_Exercise instructions_
Return all the lines below in which the string "this" appears.

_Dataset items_

[Start of section]

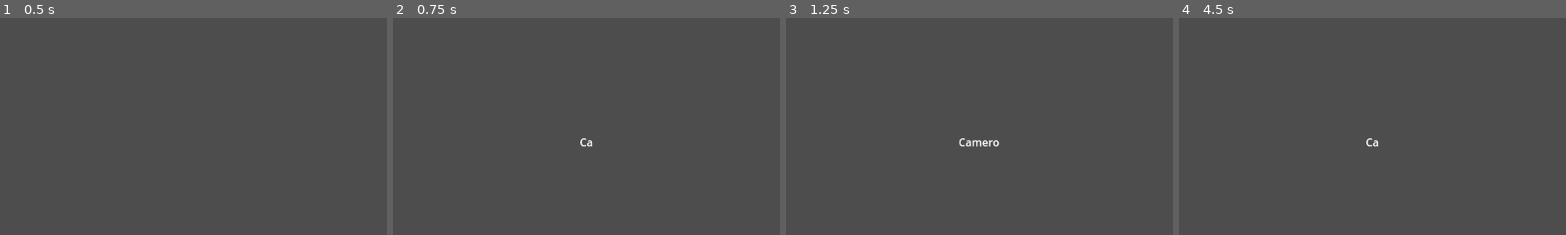
Above: before the commit, frames 1-4 (left to right).
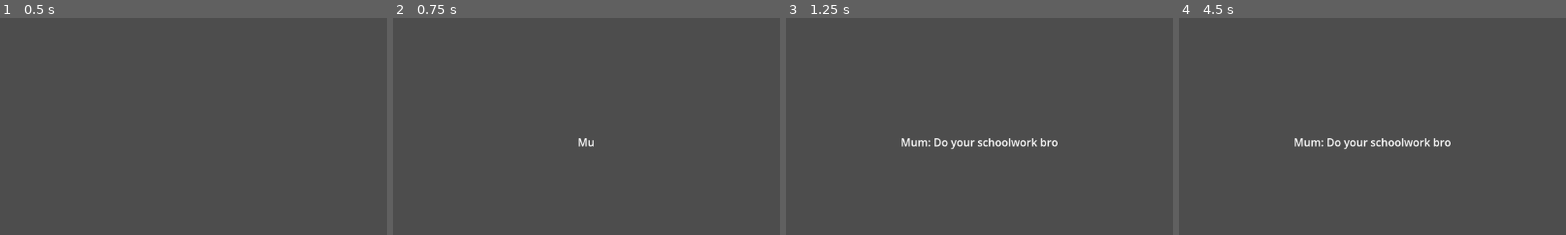
Above: after the commit, the same moments.

Repository: Ch3ster8/Assignment_1
Game: Godot game, scene res://Test.tscn
Two runs of this game, one before a commit and one after it. Both use one fixed random seed, a clock stepped at 60 frames per second and the inputs below.
Inputs:
- Up to frame 1 (0.5 s): no input
- Up to frame 2 (0.75 s): tap Enter at 0.5 s; tap E (e) at 0.6 s
- Up to frame 3 (1.25 s): tap Space (space) at 0.8 s
- Up to frame 4 (4.5 s): tap Space (space) at 1.25, 1.35, 2.3, 2.85, 3.8, 4.35 s; tap E (e) at 1.55, 2.1, 3.05, 3.6 s
The pictures show only the part of the screen within x 25-75%, y 50-100%; the shares and areas given below are measured in that part.

Frame 1 is identical in both runs. In frame 2, 0.1% of the frame differs, in the area x 47-52%, y 55-60%; in frame 3, 0.8%, in the area x 29-71%, y 55-61%; in frame 4, 0.8%.

Commit message:
Added questions to the dialogue system
The system can identify when a question is asked and what the options for the player to choose are, from this point on I just need to add UI elements for selecting the option then I can work on allowing the system to jump to specific points

Diff:
--- a/Script/Dialogue.gd
+++ b/Script/Dialogue.gd
@@ -1,37 +1,61 @@
 extends Node
 @export var dialogueScene : PackedScene
 var instance
+var dialogue_text
 func _process(delta):
 	if Input.is_action_just_pressed("e"):
 		load_tree("res://TestTree.txt")
 func load_tree(tree):
 	instance = dialogueScene.instantiate()
 	add_child(instance)
-	var dialogue_text = get_child(0)
+	dialogue_text = get_child(0)
 	var text = load_file("res://TestTree.txt")
 	var character
 	var prev_line
-	for x in text.values():
-		prev_line = x
-		if x.contains("-"):
-			character = x.replace("-", "")
-			character = character.replace("	", "")
-		elif x != "" and character:
-			if prev_line:
-				if x.count("	") == prev_line.count("	"):
-					var line = str(character + ": " + x.replace("	", ""))
-					dialogue_text.load_line(line)
-					prev_line = line
-					await dialogue_text.next_line
+	for line_num in range(text.values().size()):
+		var line = text.values()[line_num]
+		var next_line
+		if text.values().size() > line_num + 1:
+			next_line = text.values()[line_num + 1]
+			if next_line == "":
+				next_line = null
+		if line != "":
+			if line[0] == "-":
+				character = line.replace("-", "")
+				character = character.replace("	", "")
+			elif character:
+				if prev_line:
+					if line.count("	") == prev_line.count("	"):
+						await say_line(character, line, line_num, text)
+					elif line.count("	") == prev_line.count("	") + 1:
+						if prev_line[0] == "-":
+							await say_line(character, line, line_num, text)
 				else:
-					pass
-			else:
-				var line = str(character + ": " + x.replace("	", ""))
-				dialogue_text.load_line(line)
-				prev_line = line
-				await dialogue_text.next_line
+					await say_line(character, line, line_num, text)
+		prev_line = line
 
-
+func say_line(character, line, line_num, text):
+	if dialogue_text:
+		var new_line = str(character + ": " + line.replace("	", ""))
+		dialogue_text.load_line(new_line)
+		if line[-1] != "?":
+			await dialogue_text.next_line
+		else:
+			var indent_ammount = line.count("	") + 1
+			var options = {}
+			var next_line
+			await dialogue_text.line_finished
+			for new_line_num in range(text.values().size()):
+				if new_line_num <= line_num:
+					continue
+				line = text.values()[new_line_num]
+				if line == "":
+					break
+				if line.count("	") == indent_ammount:
+					options[new_line_num] = line
+				elif line.count("	") < indent_ammount:
+					break
+			print(options)
 func load_file(filename):
 	var result = {}
 	var file = FileAccess.open(filename, FileAccess.READ)
--- a/Script/dialogue_scene.gd
+++ b/Script/dialogue_scene.gd
@@ -2,17 +2,25 @@
 @export var label : Label
 var text
 signal next_line
-var line_finished
+signal line_finished
+signal selected(option)
+var wait = true
+var isline_finished
 func load_line(line):
+	wait = true
 	if line:
-		line_finished = false
+		isline_finished = false
 		var typing = ""
 		for letter in line:
 			typing += letter
 			label.text = typing
-			await get_tree().create_timer(0.1).timeout
-		line_finished = true
+			if wait:
+				await get_tree().create_timer(0.1).timeout
+		isline_finished = true
+		emit_signal("line_finished")
 func _process(delta):
-	if line_finished:
-		if Input.is_action_just_pressed("space"):
+	if Input.is_action_just_pressed("space"):
+		if isline_finished:
 			emit_signal("next_line")
+		else:
+			wait = false
Not shown, changed: TestTree.txt

[End of section]

_Task result_
Two runs of this game, one before a commit and one after it. Both use one fixed random seed, a clock stepped at 60 frames per second and the inputs below.
The system can identify when a question is asked and what the options for the player to choose are, from this point on I just need to add UI elements for selecting the option then I can work on allowing the system to jump to specific points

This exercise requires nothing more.